At first the nocturnal sunshine strikes you as being wonderfully convenient. You lose nothing of the scenery; you can read and write as usual; you never need be in a hurry, because there is time enough for everything. It is not necessary to do your day's work in the daytime, for no night cometh. You are never belated, and somewhat of the stress of life is lifted from your shoulders; but, after a time, you would be glad of an excuse to stop seeing, and observing, and thinking, and even enjoying. There is no compulsive rest such as darkness brings—no sweet isolation, which is the best refreshment of sleep. You lie down in the broad day, and the summons, "Arise!" attends on every reopening of your eyes. I never went below and saw my fellow-passengers all asleep around me without a sudden feeling that something was wrong: they were drugged, or under some unnatural influence, that they thus slept so fast while the sunshine streamed in through the port-holes.
There are some advantages of this northern summer which have presented themselves to me in rather a grotesque light. Think what an aid and shelter is removed from crime—how many vices which can only flourish in the deceptive atmosphere of night, must be checked by the sober reality of daylight! No assassin can dog the steps of his victim; no burglar can work in sunshine; no guilty lover can hold stolen interviews by moonlight—all concealment is removed, for the sun, like the eye of God, sees everything, and the secret vices of the earth must be bold indeed, if they can bear his gaze. Morally, as well as physically, there is safety in light and danger in darkness; and yet give me the darkness and the danger! Let the patrolling sun go off his beat for awhile, and show a little confidence in my ability to behave properly, rather than worry me with his sleepless vigilance.

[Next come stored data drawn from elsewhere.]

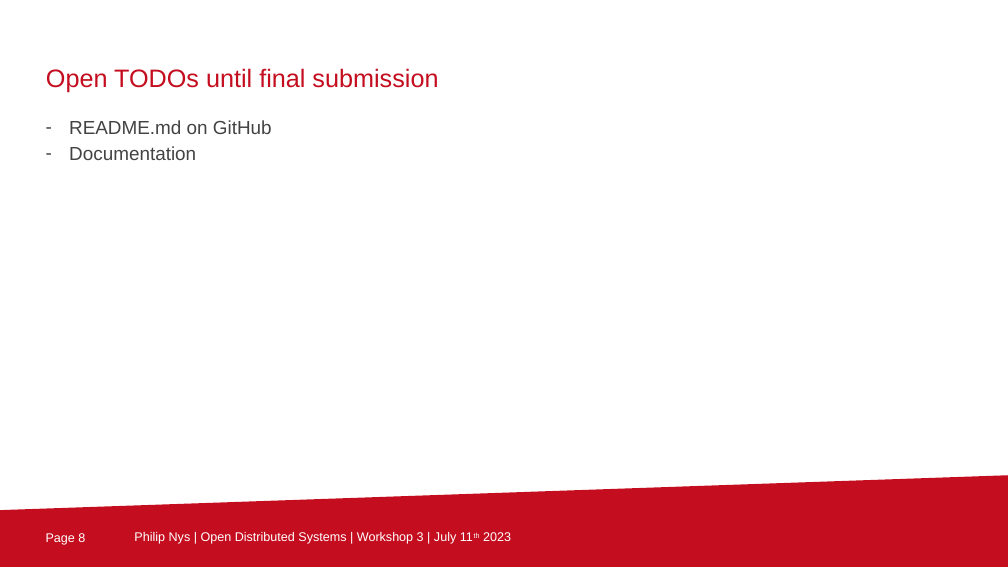
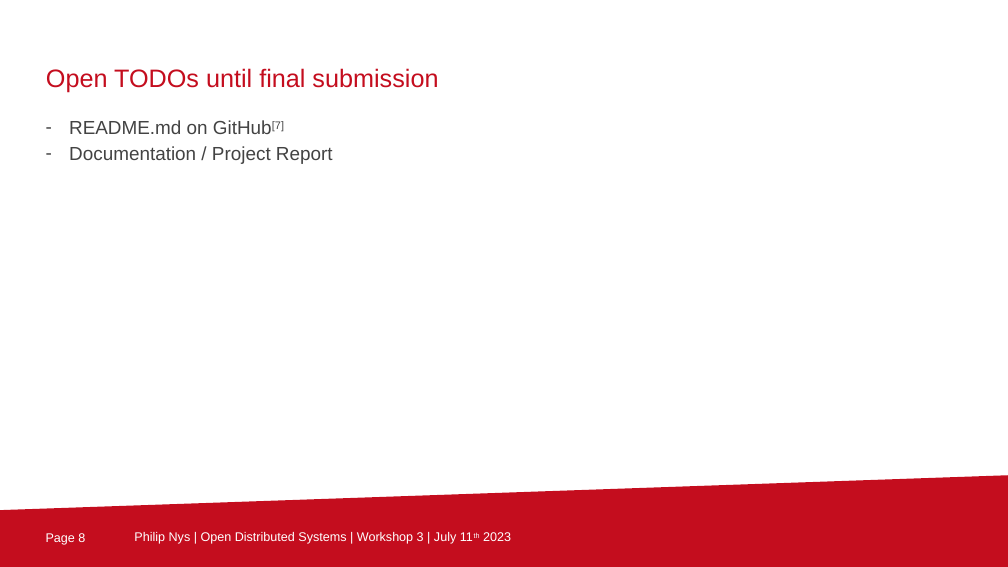
Before and after one commit to ArckyPN/tu-berlin-awt-pj-ss23-http3, a slide deck: slide 8 of Workshops/3/awt-pj-ss23-evaluation-of-http3-for-media-streaming-2.pptx. Drawn at 1008x567 pixels with LibreOffice and Linux fonts; fonts in the diff are those of the drawing; background and template pictures are left out. Boxes give left, top, right and bottom in pixels: in the first picture for what was removed or moved away, otherwise in the second. Text is boxed around its words. In the diff, an @@ line names an element or a change of style, - is before the commit and + after.

```diff
--- a/Workshops/3/awt-pj-ss23-evaluation-of-http3-for-media-streaming-2.pptx
+++ b/Workshops/3/awt-pj-ss23-evaluation-of-http3-for-media-streaming-2.pptx
@@ text at (69, 120, 333, 164): text changed @@
-– README.md on GitHub
-– Documentation
+– README.md on GitHub[7]
+– Documentation / Project Report
```
Also in this commit, not shown: 4 other slides changed, 1 slide added, 1 slide removed, 2 other files.

I have described the smells of Hammerfest, which are its principal characteristic. It seemed to me the dreariest place in the world on first landing, a week previous; but, by contrast with what we had in the meantime seen, it became rather cheerful and comfortable. I was visiting a merchant after our return, and noticed with pleasure a stunted ash about eight feet high, in an adjoining garden. "Oh!" said he, in a tone of irritated pride, "we have plenty of trees here; there is quite a forest up the valley." This forest, after some search, I found. The trees were about six feet high, and some of them might have been as thick as my wrist. In the square before the merchant's house lay a crowd of drunken Lapps, who were supplied with as much bad brandy as they wanted by a licensed grogshop. The Russian sailors made use of the same privilege, and we frequently heard them singing and wrangling on board their White Sea junks. They were unapproachably picturesque, especially after the day's work was over, when they generally engaged in hunting in the extensive forests of their beards, and exercised the law of retaliation on all the game they caught.